2. The result of an expression compiled in unboxed manner must always
be boxed.
The traditional method of mitigating this second problem is by allocating
a specialized array of machine-integer (either (signed-byte 32) or
(signed-byte 64), depending on lisp width). So if you did something like:
CL-USER(9): (setq *x* (make-array 1 :element-type '(signed-byte 32)))
#(0)
CL-USER(10): (setf (aref *x* 0) (1+ most-positive-fixnum))
536870912
CL-USER(11): *x*
#(536870912)
CL-USER(12):
Note first that if the (setf aref) had been compiled within a function,
and no result were returned, and optimization settings were conducive,
then the setf would not cons, because the "box" has already been created.
_However_, it is highly inconvenient that that "box" cannot be treated as
if it were a number, because in order to access the value, you must use
aref (as indeed you must use (setf aref) in order to store into the "box").
So I invented three "box" types, for integer, single-float, and double-float,
using a creating function and a setfable accessor. Create-box takes a type
and creates what looks like a number of that type, and (setf box-value)
stores a value into the box. The box-value accessor seems as if it does
nothing, but in fact it takes the value out of the box and puts it where
you ask it to (either using the value in the next unboxed-calculation, or
boxing it up into a new immutable number with that value).
Here is an example usage:
CL-USER(1): (defvar *x* (excl::create-box 'integer))
*X*
CL-USER(2): (defvar *y* (1+ most-positive-fixnum))
*Y*
CL-USER(3): (describe *x*)
536870912 is a BIGNUM.
It is a writable box.
It is 30 bits wide
CL-USER(4): (describe *y*)
536870912 is a BIGNUM.
It is 30 bits wide
CL-USER(5): (setf (excl::box-value *x*) #x7fffffff)
2147483647
CL-USER(6): (setf (excl::box-value *y*) #x7fffffff)

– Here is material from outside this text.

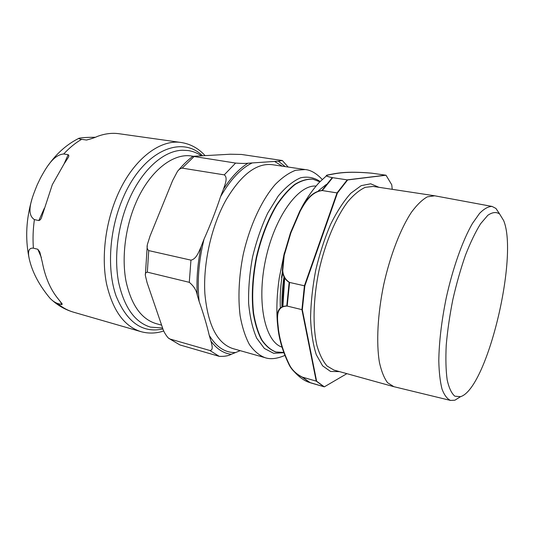 <?xml version="1.0" encoding="UTF-8"?>
<svg xmlns="http://www.w3.org/2000/svg" width="534" height="534" viewBox="0 0 534 534"><rect width="100%" height="100%" fill="white"/><g stroke="black" fill="none" stroke-linecap="round" stroke-linejoin="round"><path stroke-width="0.8" d="M503.649 220.569C518.754 256.761 486.981 388.992 460.475 396.682L454.855 396.195C451.557 393.431 449.001 388.011 447.178 379.948C445.877 370.416 445.563 358.815 446.23 345.158C447.492 330.619 449.708 315.394 452.859 299.487C456.49 283.688 460.702 268.889 465.494 255.105C470.474 242.369 475.507 231.916 480.593 223.753L487.816 215.295C492.308 212.192 496.226 211.731 499.57 213.92L503.649 220.569M499.65 213.994L495.932 208.434L492.054 206.431C488.316 206.424 484.158 208.727 479.592 213.346L472.443 223.466C462.644 240.4 452.819 268.001 446.204 298.065C441.531 321.154 439.061 342.094 438.794 360.871C439.061 372.265 440.136 381.65 442.012 389.026C444.288 395.113 447.138 398.918 450.556 400.44L454.915 400.2L460.575 396.649M393.858 386.676L387.564 382.704C384.113 378.052 381.403 371.27 379.42 362.346C376.17 342.901 377.625 314.159 383.706 284.695C390.207 255.325 400.64 228.499 411.56 212.091C417.021 204.756 422.274 199.676 427.32 196.846L434.696 195.798M282.045 347.153C265.078 341.853 256.4 302.798 265.531 259.951C274.483 217.071 298.299 184.444 316.061 186.086M302.398 377.137C295.99 373.934 291.524 369.508 289.001 363.874C283.521 352.4 280.036 341.119 278.548 330.032C277.72 320.574 274.389 306.222 287.192 306.069L302.331 309.74L316.629 381.236L302.398 377.137L310.334 382.785L324.325 386.843L346.88 373.66M392.223 189.323L391.769 184.817L386.022 175.225L347.641 179.931L332.675 177.682C326.982 176.52 325.366 175.659 327.829 175.085C336.627 173.417 345.672 170.907 372.071 173.223L386.022 175.225M289.575 282.439C285.423 279.803 283.14 275.831 282.733 270.531L284.188 255.499L290.883 232.871L300.221 211.09C305.081 202.279 311.476 191.713 322.302 190.551L337.441 192.974L304.834 285.89L289.575 282.439L287.192 306.069M302.331 309.74L304.834 285.89M337.441 192.974L347.641 179.931M324.325 386.843L316.629 381.236M283.714 352.433L275.978 352.006C270.711 349.97 266.019 345.952 261.894 339.951C258.209 332.836 255.466 324.051 253.657 313.598C251.714 296.503 252.722 277.813 256.667 257.522C261.366 237.39 268.095 219.928 276.859 205.123C282.786 196.318 288.887 189.43 295.155 184.444C301.376 180.652 307.304 178.91 312.937 179.204L319.919 181.82M332.268 177.622C326.581 176.46 324.972 175.599 327.429 175.032C336.226 173.363 345.291 170.853 371.697 173.17L385.635 175.172L347.227 179.871L332.268 177.622L321.895 190.484L337.021 192.907L304.413 285.797L289.161 282.346C285.009 279.709 282.733 275.744 282.326 270.438L283.788 255.412L290.483 232.791L299.821 211.023C304.674 202.212 311.068 191.653 321.895 190.484M294.675 372.185C299.407 377.204 303.939 380.502 308.285 382.077L323.938 386.729L316.235 381.122L302.01 377.031C295.629 373.833 291.17 369.435 288.647 363.814C283.14 352.313 279.642 340.999 278.147 329.885C277.32 320.44 274.002 306.115 286.785 305.969L301.917 309.64L316.235 381.122M301.917 309.64L304.413 285.797M337.021 192.907L347.227 179.871M275.617 351.913C270.351 349.877 265.652 345.852 261.526 339.851C257.842 332.742 255.092 323.958 253.283 313.498C251.34 296.41 252.342 277.727 256.287 257.441C260.986 237.316 267.714 219.854 276.478 205.056C282.406 196.258 288.507 189.37 294.781 184.39C301.002 180.599 306.937 178.85 312.577 179.15M193.088 156.242L191.826 156.055C172.802 152.637 148.599 171.734 135.122 204.662C125.056 228.879 121.652 258.296 126.031 281.311C131.304 304.961 141.29 319.052 155.988 323.584L161.622 325.159M169.966 339.003L168.117 337.808C165.273 334.404 163.384 330.993 162.449 327.576L147.064 282.593L145.428 275.771C145.001 273.622 145.642 272.413 147.337 272.153L189.283 282.326C193.789 286.05 196.452 290.329 197.273 295.162L199.155 301.483C203.367 313.351 206.731 324.645 209.255 335.379L210.997 341.219C211.784 344.75 213.787 350.217 209.862 350.491L169.966 339.003L179.898 344.931L219.254 356.352C224.567 356.552 228.559 355.864 231.229 354.289L240.213 350.664M168.671 338.289L179.898 344.931M230.274 154.226L241.481 154.453L282.326 160.52L278.388 161.188L247.97 163.217C245.28 163.544 241.154 163.497 235.594 163.077L192.887 156.315L230.274 154.226M150.074 235.968L172.636 180.525L177.315 171.694C178.59 169.645 180.212 168.457 182.167 168.123L224.26 174.865C228.111 177.615 224.981 184.49 223.472 189.183L220.562 196.672C215.883 210.79 210.369 224.954 204.028 239.172L201.018 246.915C198.842 251.654 196.439 259.063 190.952 260.145L148.732 250.6C147.07 249.138 146.663 246.962 147.511 244.071L150.074 235.968M162.616 328.043L150.414 327.108C134.855 322.276 124.268 307.39 118.641 282.446C113.962 258.169 117.553 227.124 128.227 201.605C141.15 170.339 163.464 150.561 182.474 150.254L188.182 150.555C192.834 151.262 197.159 152.944 201.164 155.614M204.909 155.441C198.388 148.312 190.545 144.013 181.393 142.538L119.122 133.74C112.133 132.746 104.911 133.627 97.448 136.39C94.638 137.719 91 138.927 86.515 140.021L81.635 139.334C78.812 138.853 77.991 138.473 79.165 138.199C82.39 137.598 87.73 137.291 95.185 137.265M61.717 304.627L57.465 303.419C54.835 302.451 52.319 300.695 49.916 298.152C39.89 286.064 33.235 273.935 29.964 261.753C28.355 255.686 26.7 247.489 33.402 248.17L37.794 249.251L39.823 252.041L42.299 262.214C45.203 277.326 50.503 289.562 58.193 298.92L62.244 304.033L61.717 304.627L60.389 301.556M34.41 219.587C25.125 213.76 32.627 196.312 37.173 184.931L40.477 178.036C45.924 168.183 53.253 154.82 63.74 153.979L68.172 154.7C69.02 155.281 69.033 156.235 68.198 157.57L63.86 164.278L52.312 184.671L41.652 217.218C41.058 219.107 40.117 220.228 38.835 220.569L34.41 219.587C33.028 229.333 32.687 238.865 33.402 248.17M282.312 306.262L284.188 278.167M281.919 277.5L282.619 273.068M318.498 190.698L326.294 184.464M322.302 190.551L332.675 177.682M339.517 371.617L330.546 371.45L322.623 365.85L316.322 354.77C313.071 344.79 311.148 332.589 310.568 318.184C310.841 302.851 312.564 286.838 315.721 270.157C319.666 253.637 324.645 238.324 330.666 224.22C337.094 211.31 343.836 200.971 350.885 193.188L361.171 185.658L370.689 183.789L378.946 187.307M393.451 386.576L333.937 370.069L327.068 366.017C322.957 361.324 319.606 354.603 317.009 345.852C312.57 326.841 313.138 299.087 318.931 270.838C325.199 242.696 336.04 217.144 347.868 201.605C353.815 194.683 359.622 189.924 365.289 187.327L373.219 186.433L434.276 195.724M309.954 382.671L302.01 377.031M286.785 305.969L289.161 282.346M281.518 277.413L282.433 271.699M281.925 306.456C281.772 297.271 282.419 287.626 283.874 277.526M280.343 307.664C279.843 296.75 280.584 285.123 282.573 272.794M283.821 352.734L273.642 353.294L264.377 348.468L256.714 338.202C252.582 328.757 249.879 317.116 248.617 303.265C248.303 288.493 249.618 273.068 252.562 256.981C256.4 241.081 261.473 226.423 267.768 213.006L278.187 196.105C285.67 187.114 293.146 181.006 300.615 177.782C307.831 176.28 314.352 177.542 320.173 181.56M209.862 350.491L219.254 356.352M231.229 354.289C223.586 353.395 216.844 349.042 210.997 341.219M278.388 161.188L285.176 166.601M282.279 166.167L274.583 161.442M190.952 260.145L189.283 282.326M197.273 295.162C196.338 279.823 197.587 263.736 201.018 246.915M204.028 239.172C198.648 261.206 197.026 281.972 199.155 301.483M235.594 163.077L224.26 174.865M223.472 189.183C231.222 177.161 239.386 168.504 247.97 163.217M252.195 162.937C240.907 168.39 230.368 179.638 220.562 196.672M182.167 168.123L193.842 156.796M147.337 272.153L148.732 250.6M225.922 200.15C241.114 174.625 256.567 162.803 272.28 164.692L305.174 169.552L295.662 170.273C288.947 172.789 282.146 177.515 275.27 184.444C261.667 200.036 249.645 225.922 243.197 254.638C238.912 276.258 237.877 297.585 240.12 315.714C242.169 327.102 245.246 336.667 249.351 344.417C253.937 350.971 259.13 355.377 264.944 357.64L232.937 348.615C217.191 343.435 207.839 325.133 204.882 293.72C203.013 263.456 211.431 226.102 225.922 200.15M209.255 335.379C216.397 347.08 225.108 352.8 235.387 352.533M86.034 139.995L86.975 139.981M41.378 257.555L37.794 249.251M57.465 303.419C62.458 307.617 67.811 310.534 73.525 312.183L73.645 312.216M81.635 139.334C75.367 142.938 69.4 147.818 63.74 153.979M38.835 220.569L44.282 208.333M63.98 164.112L68.172 154.7M181.393 142.538C159.713 138.84 132.152 159.986 116.759 196.933C105.211 224.24 101.373 257.548 106.5 283.607C112.661 310.361 124.142 326.367 140.943 331.647C148.525 333.723 156.135 333.503 163.771 330.967M162.957 328.964C142.491 333.396 126.852 322.349 116.032 295.829C106.867 269.67 109.196 230.681 122.399 199.429C142.077 151.529 180.906 134.561 202.266 155.568M499.57 213.92L495.932 208.434M460.475 396.682L454.915 400.2M492.054 206.431L434.509 195.758M450.556 400.44L393.678 386.636M284.622 278.908L282.94 306.022M326.628 175.673L319.712 182.034C315.44 186.253 306.589 197.814 301.37 208.167M284.395 252.709L279.229 278.114C277.106 292.745 276.418 306.563 277.179 319.566M288.18 167.042L282.326 160.52M192.741 156.415C187.748 160.153 182.955 164.812 178.369 170.386M147.264 245.647L145.395 274.663M322.262 179.497C316.428 173.33 310.735 170.012 305.174 169.552M264.944 357.64C270.324 359.542 276.946 358.815 284.809 355.457M78.798 138.366C67.09 144.22 56.978 153.098 48.454 164.999M140.943 331.647L73.525 312.183C65.549 309.833 58.36 305.802 51.972 300.088M28.883 257.061C25.191 238.264 26.193 219.033 31.886 199.376"/></g></svg>

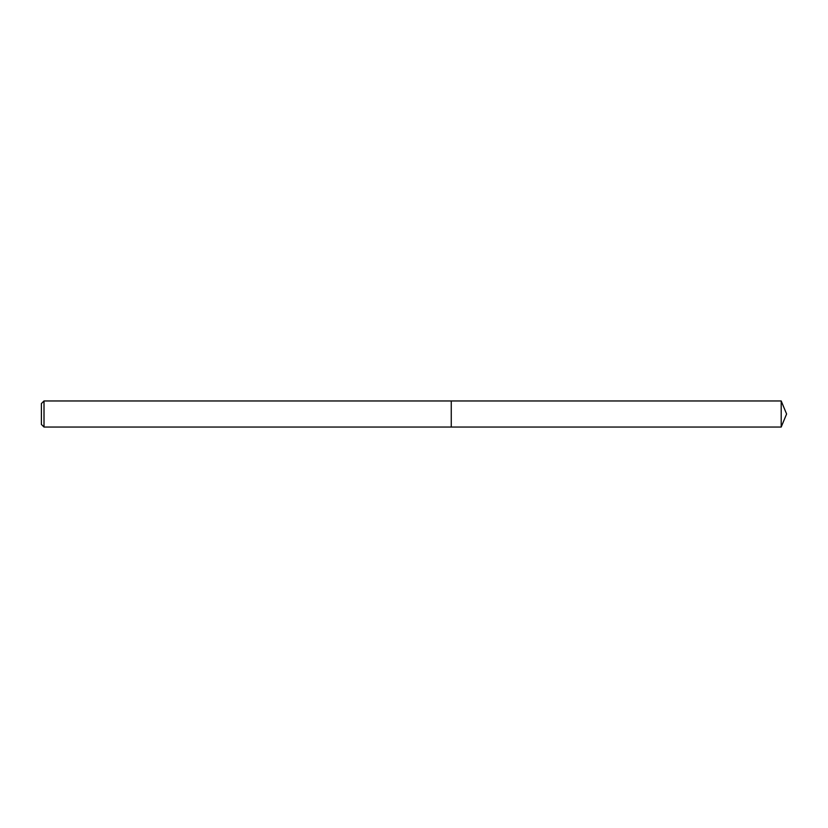 <?xml version="1.0" encoding="UTF-8"?>
<svg xmlns="http://www.w3.org/2000/svg" width="828" height="828" viewBox="0 0 828 828"><rect width="100%" height="100%" fill="white"/><g stroke="black" fill="none" stroke-linecap="round" stroke-linejoin="round"><path stroke-width="0.62" stroke-dasharray="4.14 3.1" d="M44.008 427.041L44.008 400.959M451.26 414L451.26 400.959L451.26 414M41.4 403.567L41.4 424.433M781.197 400.959L781.197 427.041"/><path stroke-width="1.24" d="M44.008 400.959L44.008 427.041L451.26 427.041L451.26 400.959L451.26 427.041L781.197 427.041L781.197 400.959L44.008 400.959L41.4 403.567L41.4 424.433L44.008 427.041M781.197 427.041L786.6 414L781.197 400.959"/></g></svg>

Error: 536870912 is not a machine-integer box
[condition type: SIMPLE-ERROR]
Restart actions (select using :continue):
0: Return to Top Level (an "abort" restart).
1: Abort entirely from this process.
[1] CL-USER(7): :res
CL-USER(8): *x*
2147483647
CL-USER(9):
Note that a "box" is really a mutable number (an integer in this case).
You can create single-float and double-float boxes as well. These
accessors compile in unboxed fashion, with
(setf (box-value x) <expr-that-can-be-compiled-unboxed>)
not requiring any consing, and the result of the setf being a
fully boxed (but not consed, because it had already been preallocated)
value.
And now, for the caveats, and why I highly recommend against using this
feature for any real calculations:
1. The integer box is buggy - I set the box-value to a negative number,
and it destroyed the writability of the box (box-ness and the sign are
in the same byte and apparently interact).
2. If you make a lot of these boxes for the purposes of reducing consing,
then what you will have in your lisp is a bunch of what looks like
numbers, but whose values are not inviolate. Thus, unless you strictly
manage the boxes you create, multiple calculations could have surprising
results (talk about your obfuscated lisp-code! :-)
3. Single-float and double-float boxes do not have this problem:
Since Allegro CL assumes that all integers have been normalized (i.e.
there are never any bignums that are of less than fixnum magnitude)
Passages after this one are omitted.